[Opening Material supplied section]

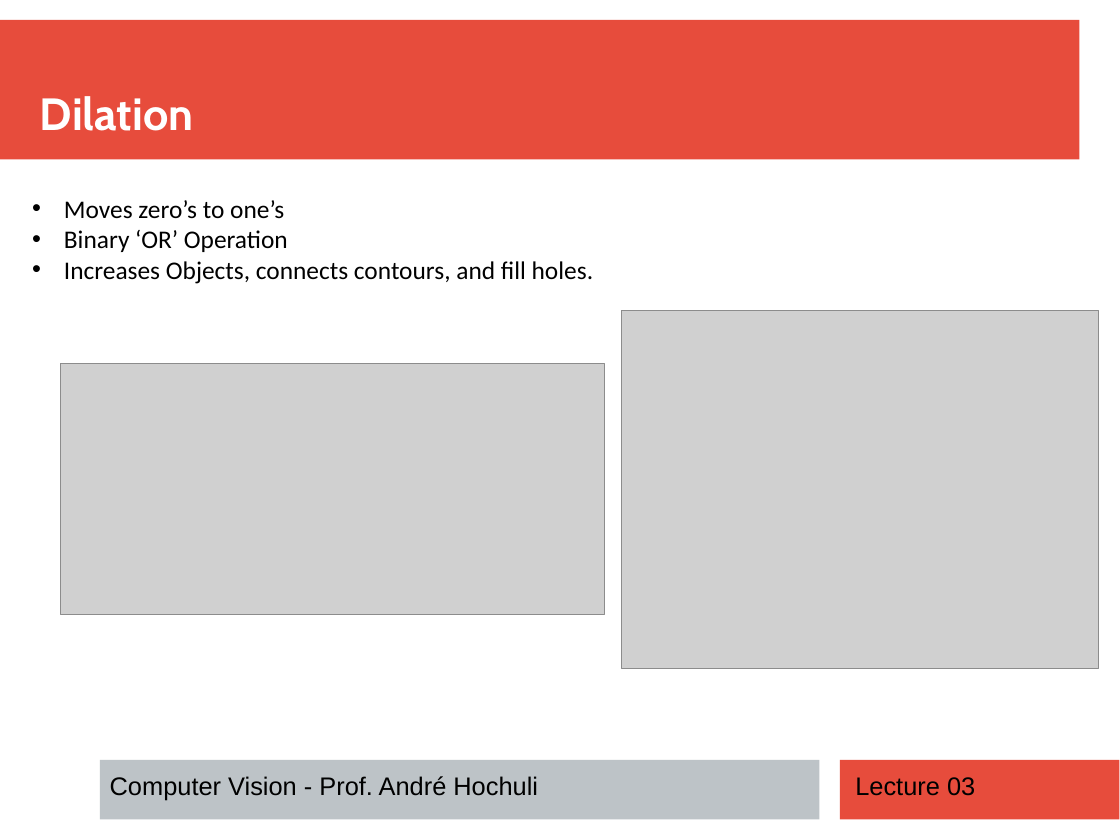
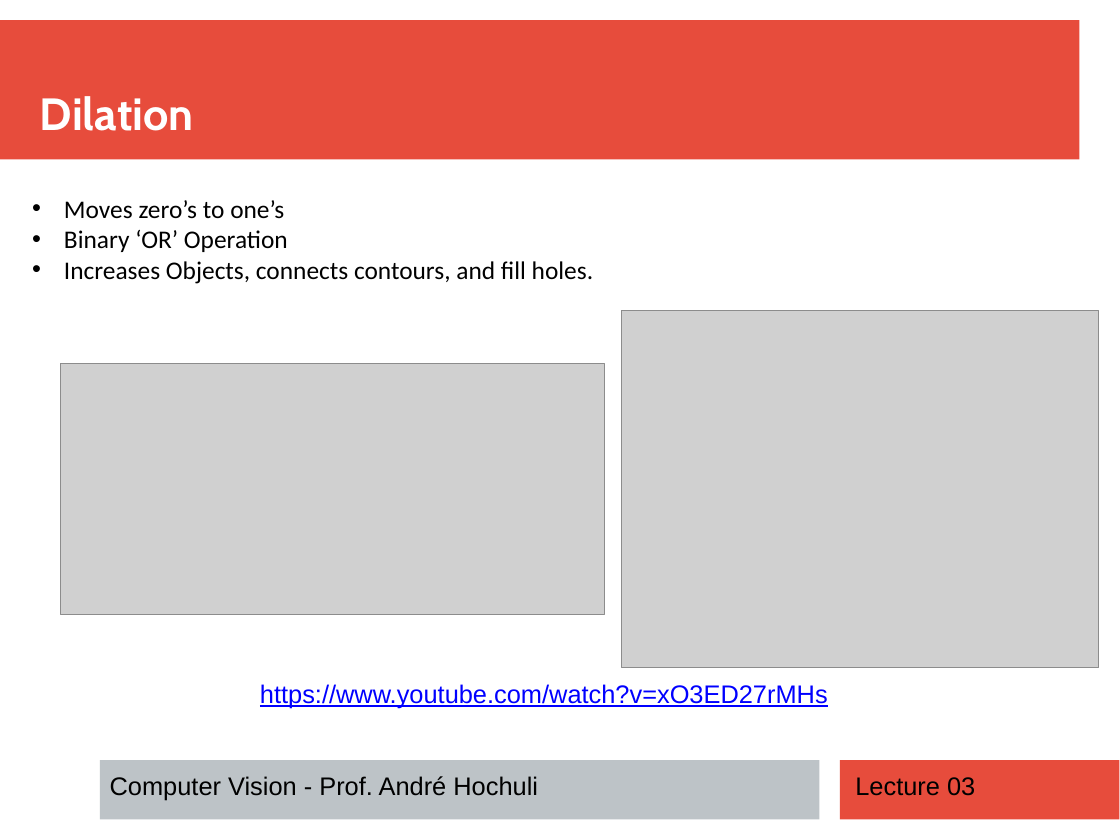
Before and after one commit to andrehochuli/teaching, a slide deck: slide 13 of ComputerVision/Lecture 03 - Morphology/Lecture 03 - Morphology.pptx (slide 6 before the commit). Drawn at 1120x840 pixels with LibreOffice and Linux fonts; fonts in the diff are those of the drawing; grey boxes stand for pictures. Boxes give left, top, right and bottom in pixels: in the first picture for what was removed or moved away, otherwise in the second. Text is boxed around its words. In the diff, an @@ line names an element or a change of style, - is before the commit and + after.

```diff
--- a/ComputerVision/Lecture 03 - Morphology/Lecture 03 - Morphology.pptx
+++ b/ComputerVision/Lecture 03 - Morphology/Lecture 03 - Morphology.pptx
@@ text added at <box>260,684,828,708</box>, 18 pt, text #0000FF, underline @@
+https://www.youtube.com/watch?v=xO3ED27rMHs
```
Also in this commit, not shown: 4 other slides changed, 7 slides added, 2 other files.
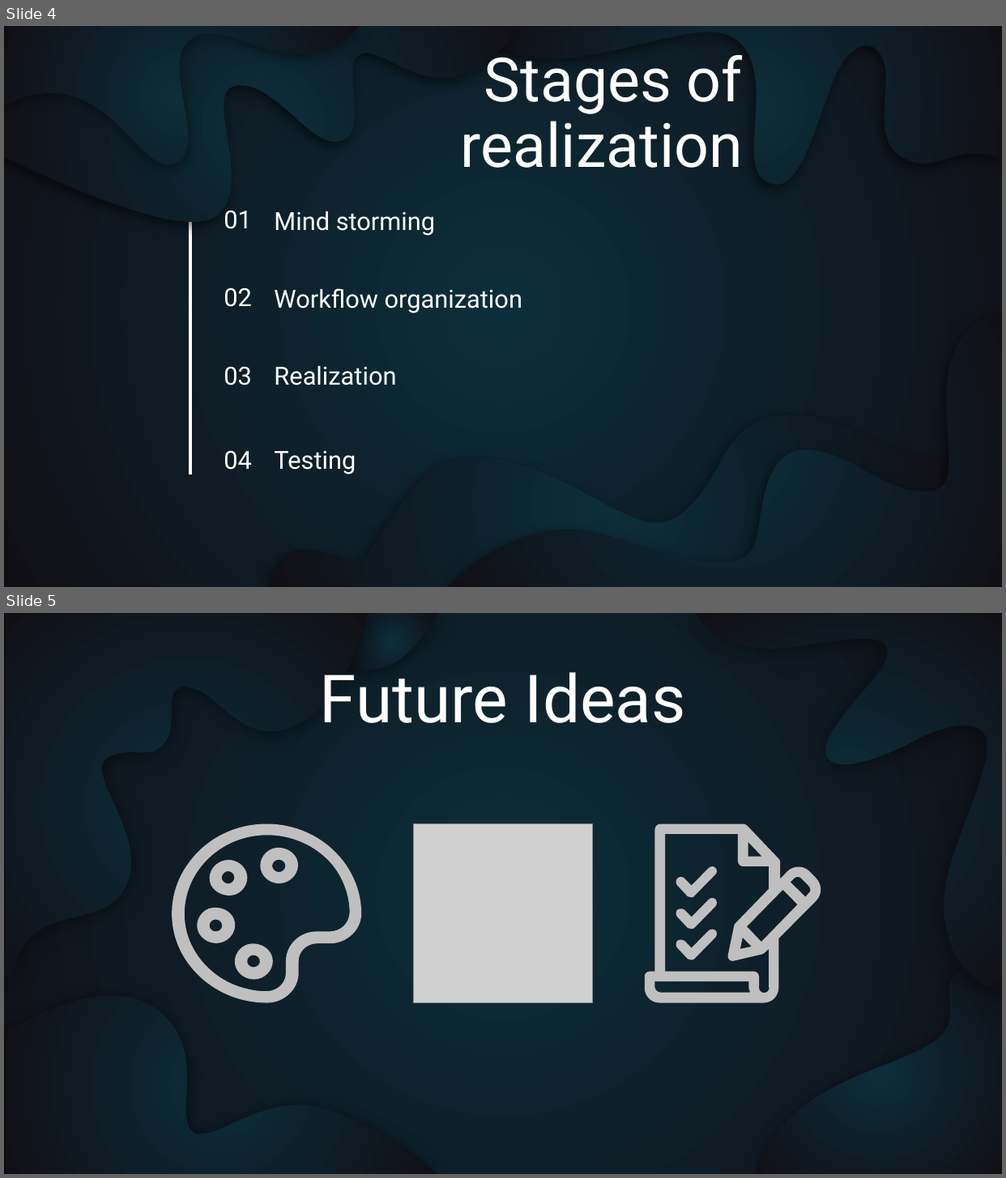
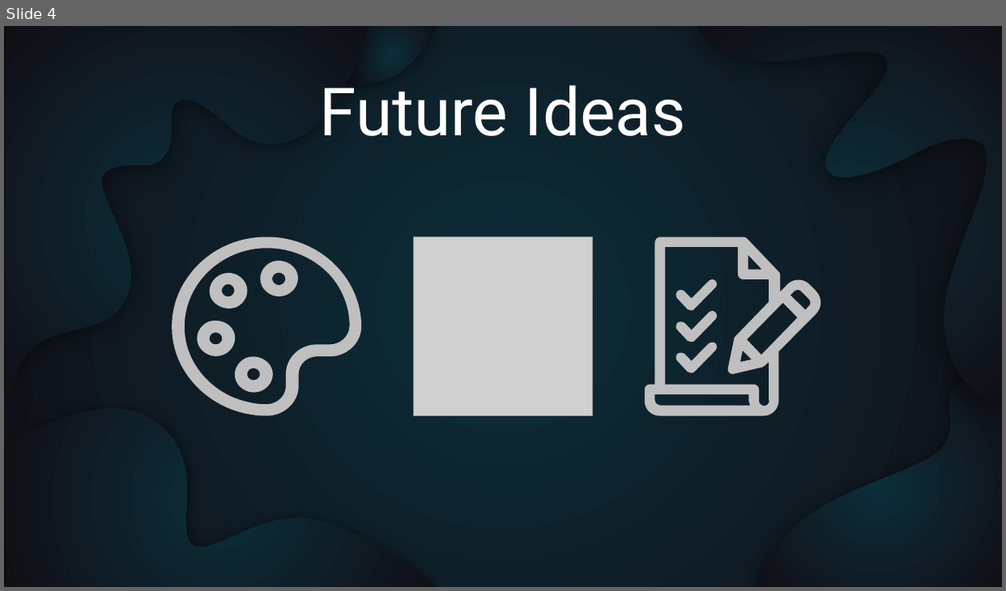
Before and after one commit to codingburgas/2122-otj-10-project-repo-PDDimitrova19, a slide deck: Documents/Presentation.pptx. Shown one above the other, each under a label of ours: slides 4 and 5 before the commit, slide 4 after it. The pictures are 1006x1178 and 1006x591 pixels, drawn with LibreOffice and Linux fonts; fonts in the diff are those of the drawing; grey boxes stand for pictures. Boxes give left, top, right and bottom in pixels: in the first picture for what was removed or moved away, otherwise in the second. Text is boxed around its words. In the diff, an @@ line names an element or a change of style, - is before the commit and + after.

Commit message:
Edit Presentation

```diff
--- a/Documents/Presentation.pptx
+++ b/Documents/Presentation.pptx
@@ slide 4 removed at <box>4,26,1002,587</box>, background gradient #0C2E3A to #110F16 @@
@@ freeform shape removed at <box>4,26,521,221</box> @@
@@ freeform shape removed at <box>4,26,358,165</box> @@
@@ line removed from (189, 30) to (189, 475) @@
@@ freeform shape removed at <box>493,26,1002,185</box> @@
@@ title removed at <box>461,54,743,168</box> @@
-Stages of realization
@@ freeform shape removed at <box>937,138,937,138</box> @@
@@ title removed at <box>224,211,252,229</box> @@
-01
@@ subtitle removed at <box>274,211,435,236</box> @@
-Mind storming
@@ title removed at <box>224,288,252,307</box> @@
-02
@@ subtitle removed at <box>274,288,522,314</box> @@
-Workflow organization
@@ freeform shape removed at <box>447,310,1002,587</box> @@
@@ title removed at <box>224,367,252,386</box> @@
-03
@@ subtitle removed at <box>274,366,396,386</box> @@
-Realization
@@ freeform shape removed at <box>270,415,950,587</box> @@
@@ title removed at <box>224,451,252,470</box> @@
-04
@@ subtitle removed at <box>274,451,356,475</box> @@
-Testing
@@ what was slide 5 is now slide 4 @@
```
Also in this commit, not shown: 1 slide changed, 2 slides added, 2 other slides removed.
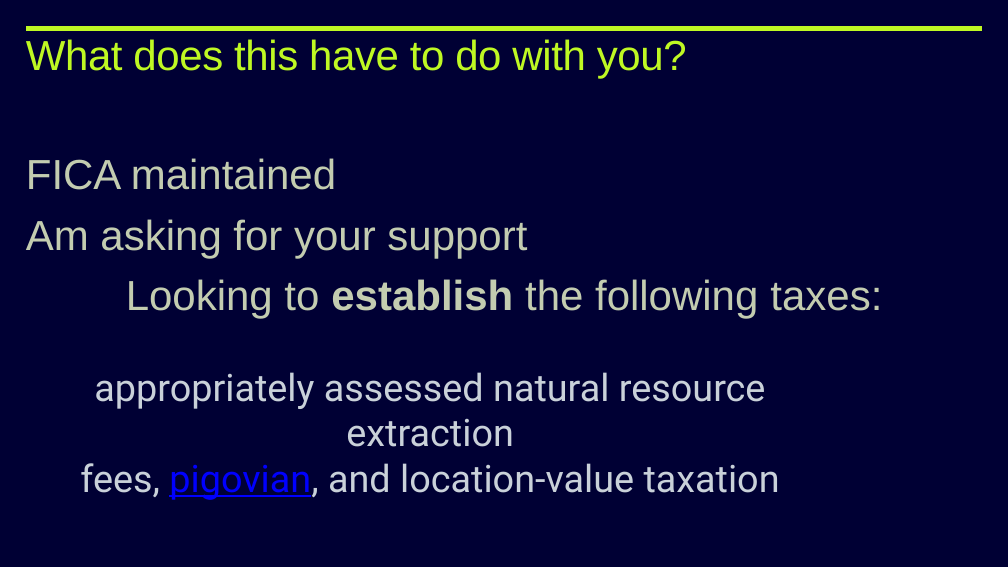
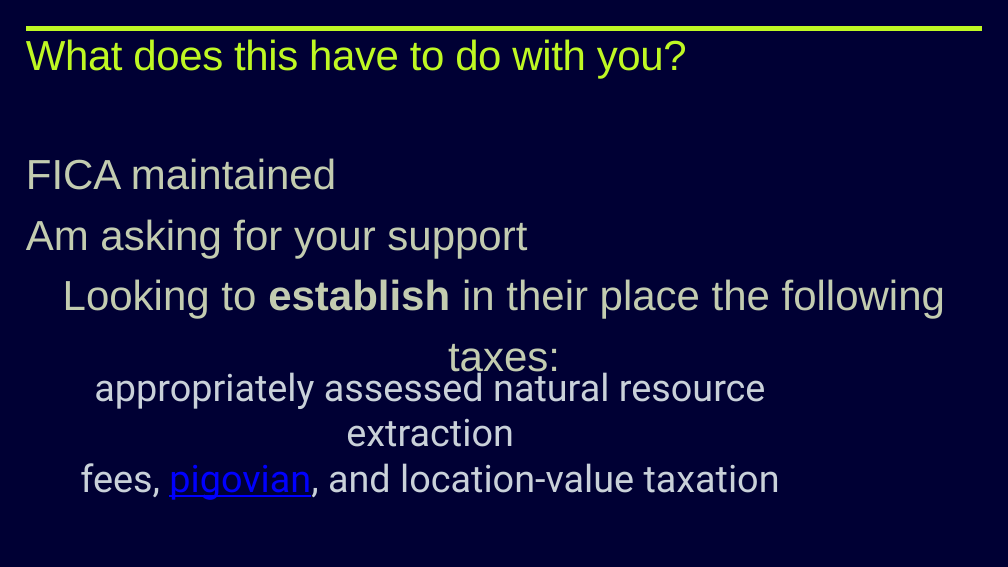
Before and after one commit to kuttaineh/unititle, a slide deck: slide 8 of TRANSITION.ppsx. Drawn at 1008x567 pixels with LibreOffice and Linux fonts; fonts in the diff are those of the drawing. Boxes give left, top, right and bottom in pixels: in the first picture for what was removed or moved away, otherwise in the second. Text is boxed around its words. In the diff, an @@ line names an element or a change of style, - is before the commit and + after.

```diff
--- a/TRANSITION.ppsx
+++ b/TRANSITION.ppsx
@@ text at bbox=[63, 279, 945, 379]: text changed @@
-Looking to establish the following taxes:
+Looking to establish in their place the following taxes:
```
Also in this commit, not shown: 4 other slides changed.

[Closing Material supplied section]

### Task details
Print the records above exactly, minus pictures.

### Response for this exercise
Before and after one commit to andrehochuli/teaching, a slide deck: slide 13 of ComputerVision/Lecture 03 - Morphology/Lecture 03 - Morphology.pptx (slide 6 before the commit). Drawn at 1120x840 pixels with LibreOffice and Linux fonts; fonts in the diff are those of the drawing; grey boxes stand for pictures. Boxes give left, top, right and bottom in pixels: in the first picture for what was removed or moved away, otherwise in the second. Text is boxed around its words. In the diff, an @@ line names an element or a change of style, - is before the commit and + after.

```diff
--- a/ComputerVision/Lecture 03 - Morphology/Lecture 03 - Morphology.pptx
+++ b/ComputerVision/Lecture 03 - Morphology/Lecture 03 - Morphology.pptx
@@ text added at <box>260,684,828,708</box>, 18 pt, text #0000FF, underline @@
+https://www.youtube.com/watch?v=xO3ED27rMHs
```
Also in this commit, not shown: 4 other slides changed, 7 slides added, 2 other files.
Before and after one commit to codingburgas/2122-otj-10-project-repo-PDDimitrova19, a slide deck: Documents/Presentation.pptx. Shown one above the other, each under a label of ours: slides 4 and 5 before the commit, slide 4 after it. The pictures are 1006x1178 and 1006x591 pixels, drawn with LibreOffice and Linux fonts; fonts in the diff are those of the drawing; grey boxes stand for pictures. Boxes give left, top, right and bottom in pixels: in the first picture for what was removed or moved away, otherwise in the second. Text is boxed around its words. In the diff, an @@ line names an element or a change of style, - is before the commit and + after.

Commit message:
Edit Presentation

```diff
--- a/Documents/Presentation.pptx
+++ b/Documents/Presentation.pptx
@@ slide 4 removed at <box>4,26,1002,587</box>, background gradient #0C2E3A to #110F16 @@
@@ freeform shape removed at <box>4,26,521,221</box> @@
@@ freeform shape removed at <box>4,26,358,165</box> @@
@@ line removed from (189, 30) to (189, 475) @@
@@ freeform shape removed at <box>493,26,1002,185</box> @@
@@ title removed at <box>461,54,743,168</box> @@
-Stages of realization
@@ freeform shape removed at <box>937,138,937,138</box> @@
@@ title removed at <box>224,211,252,229</box> @@
-01
@@ subtitle removed at <box>274,211,435,236</box> @@
-Mind storming
@@ title removed at <box>224,288,252,307</box> @@
-02
@@ subtitle removed at <box>274,288,522,314</box> @@
-Workflow organization
@@ freeform shape removed at <box>447,310,1002,587</box> @@
@@ title removed at <box>224,367,252,386</box> @@
-03
@@ subtitle removed at <box>274,366,396,386</box> @@
-Realization
@@ freeform shape removed at <box>270,415,950,587</box> @@
@@ title removed at <box>224,451,252,470</box> @@
-04
@@ subtitle removed at <box>274,451,356,475</box> @@
-Testing
@@ what was slide 5 is now slide 4 @@
```
Also in this commit, not shown: 1 slide changed, 2 slides added, 2 other slides removed.
Before and after one commit to kuttaineh/unititle, a slide deck: slide 8 of TRANSITION.ppsx. Drawn at 1008x567 pixels with LibreOffice and Linux fonts; fonts in the diff are those of the drawing. Boxes give left, top, right and bottom in pixels: in the first picture for what was removed or moved away, otherwise in the second. Text is boxed around its words. In the diff, an @@ line names an element or a change of style, - is before the commit and + after.

```diff
--- a/TRANSITION.ppsx
+++ b/TRANSITION.ppsx
@@ text at bbox=[63, 279, 945, 379]: text changed @@
-Looking to establish the following taxes:
+Looking to establish in their place the following taxes:
```
Also in this commit, not shown: 4 other slides changed.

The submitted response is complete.